This WAS done to death a while back, but until I can find it, here are my main gripes with THAT video, from the POV of one who actually drives the things:

1. Mirrors are badly adjusted, just for effect. They are showing too much of the side of the tractor unit, and in the nearside mirror all you see is the trailer - that's because the tractor unit and trailer are at an angle (again for effect) which would only be the case after the manoeuvre has started - not while sitting at a stop.
2. Camera is being held at waist height (for more effect!!). If it was at driver's eye level you would see some of those cyclists just by looking out the nearside window.
3. No mention or view of the convex blindspot mirror at the top of the passenger side window which points downwards.

Utter scaremongering on a grand scale; that video. Us HGV drivers are treated like lepers as it is; we don't need BS clips like this to make things worse!


----------



## Brandane (18 Mar 2016)

Here is a more realistic view, courtesy of a previous thread posted by @PeteXXX . The photo is taken from a fixed point; obviously you can increase your field of vision simply by moving your head around.


----------



## summerdays (18 Mar 2016)

Firestorm said:


> if it were two lanes then the cyclists would be ok moving up , but the truck would not be turning left from a right hand lane.
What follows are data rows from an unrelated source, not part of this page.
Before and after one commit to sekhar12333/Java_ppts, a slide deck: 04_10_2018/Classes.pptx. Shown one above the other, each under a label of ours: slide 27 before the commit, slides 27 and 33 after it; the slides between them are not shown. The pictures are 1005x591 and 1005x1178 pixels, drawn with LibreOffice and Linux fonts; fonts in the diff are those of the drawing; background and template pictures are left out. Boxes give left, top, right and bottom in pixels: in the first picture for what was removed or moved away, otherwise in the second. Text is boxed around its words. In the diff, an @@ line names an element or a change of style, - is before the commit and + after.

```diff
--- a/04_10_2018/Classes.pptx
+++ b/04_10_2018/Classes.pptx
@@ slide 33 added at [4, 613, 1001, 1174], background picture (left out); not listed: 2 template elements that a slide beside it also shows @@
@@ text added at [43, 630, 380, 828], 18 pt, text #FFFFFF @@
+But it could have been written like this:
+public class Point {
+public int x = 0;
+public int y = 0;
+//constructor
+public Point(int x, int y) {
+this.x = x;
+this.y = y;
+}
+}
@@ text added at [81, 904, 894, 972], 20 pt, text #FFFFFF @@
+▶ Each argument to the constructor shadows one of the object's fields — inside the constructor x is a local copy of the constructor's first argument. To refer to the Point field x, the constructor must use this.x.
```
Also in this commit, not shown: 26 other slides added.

I've seen lorries turn left from a sort of right lane position, they tend to do it when it's a tight corner and they need the extra space, but they normally indicate and seem to try and straddle both lanes to prevent other vehicles from passing (obviously bikes could pass through the gap). I guess I'm saying don't assume that a lorry that is over to the right at a junction is going right.


----------



## Brandane (18 Mar 2016)

User said:


> I have tried that but it doesn't work for me.
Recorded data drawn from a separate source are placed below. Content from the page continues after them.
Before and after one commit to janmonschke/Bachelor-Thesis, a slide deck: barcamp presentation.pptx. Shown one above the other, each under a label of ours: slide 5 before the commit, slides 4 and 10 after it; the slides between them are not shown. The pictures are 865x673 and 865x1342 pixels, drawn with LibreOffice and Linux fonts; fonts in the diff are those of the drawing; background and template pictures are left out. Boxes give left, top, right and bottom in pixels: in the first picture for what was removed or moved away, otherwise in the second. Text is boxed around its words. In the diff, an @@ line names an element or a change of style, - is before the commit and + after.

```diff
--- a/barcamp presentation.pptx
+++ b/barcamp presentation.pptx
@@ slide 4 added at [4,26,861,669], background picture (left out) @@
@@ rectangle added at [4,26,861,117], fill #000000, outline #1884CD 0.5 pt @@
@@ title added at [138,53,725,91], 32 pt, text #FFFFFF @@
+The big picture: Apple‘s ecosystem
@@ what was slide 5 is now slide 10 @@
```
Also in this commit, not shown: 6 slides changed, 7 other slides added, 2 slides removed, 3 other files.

That's strange. I find that if I alter the angle at which I am looking in the mirror, i.e. by moving my head, I can see areas that I couldn't previously see from with my head glued to the headrest.



summerdays said:


> I've seen lorries turn left from a sort of right lane position, they tend to do it when it's a tight corner and they need the extra space, but they normally indicate and seem to try and straddle both lanes to prevent other vehicles from passing (obviously bikes could pass through the gap). I guess I'm saying don't assume that a lorry that is over to the right at a junction is going right.


Yes they have to do that to avoid taking out the street furniture on the nearside with the back end of the trailer! I would hope that any driver turning left at a junction would use indicators, but especially an HGV doing it from a position to the right of the accepted norm..


----------



## Brandane (18 Mar 2016)

User said:


> Sorry, I was just being silly looking at the photo.
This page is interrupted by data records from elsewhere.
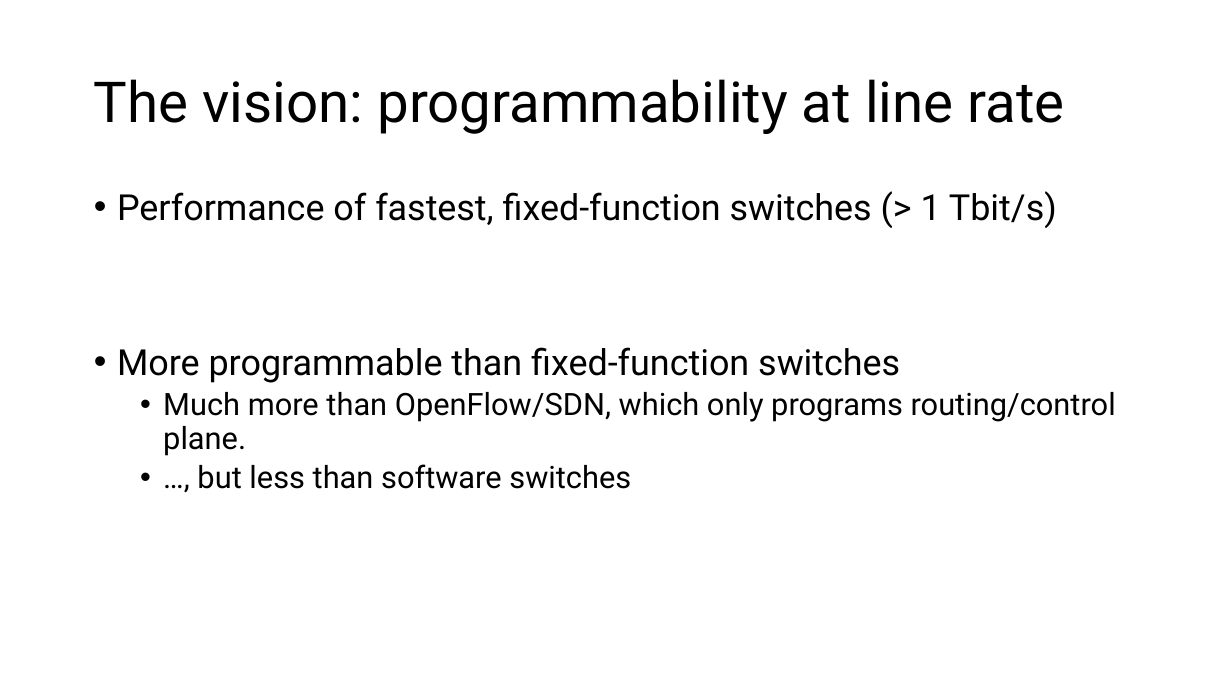
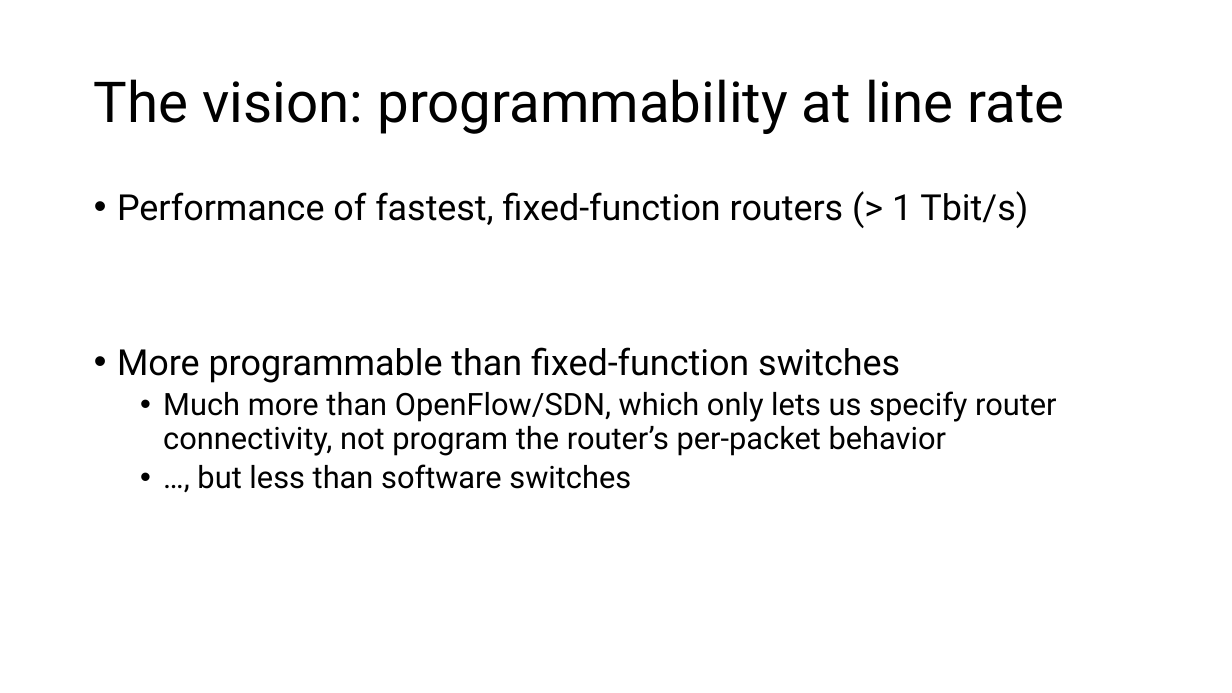
Before and after one commit to anirudhSK/pifo-domino-marple-ppts, a slide deck: slide 7 of combined_domino_pifo.pptx. Drawn at 1232x693 pixels with LibreOffice and Linux fonts; fonts in the diff are those of the drawing. Boxes give left, top, right and bottom in pixels: in the first picture for what was removed or moved away, otherwise in the second. Text is boxed around its words. In the diff, an @@ line names an element or a change of style, - is before the commit and + after.

```diff
--- a/combined_domino_pifo.pptx
+++ b/combined_domino_pifo.pptx
@@ text at [117, 191, 1028, 228]: text changed @@
-• Performance of fastest, fixed-function switches (> 1 Tbit/s)
+• Performance of fastest, fixed-function routers (> 1 Tbit/s)
@@ text at [163, 391, 1056, 456]: text changed @@
-  • Much more than OpenFlow/SDN, which only programs routing/control plane.
+  • Much more than OpenFlow/SDN, which only lets us specify router connectivity, not program the router’s per-packet behavior
```
Also in this commit, not shown: 10 other slides changed.

Oh, errrm, ok.. Ha ha... Remember you're not posting in SCP here, you're allowed to use the yellow faces without losing your serious poster credibility .


----------



## Lonestar (18 Mar 2016)

mjray said:


> Yep. I won't ride up the left of large vehicles but on any road ride of any distance in London, at least one large vehicle nobber overtakes me on a junction approach. Please reject the motoring propaganda, stop attacking cyclists and bring nobbers to account for careless driving.



I overtook a lorry on the right at Bank a few years back only to realise the steering wheel was on the left.Still I did realise afterwards the number plate gave it away but I wouldn't always take this as the case.Still plenty of lorries for me to tangle with @ Southwark Bridge to Tower Gateway.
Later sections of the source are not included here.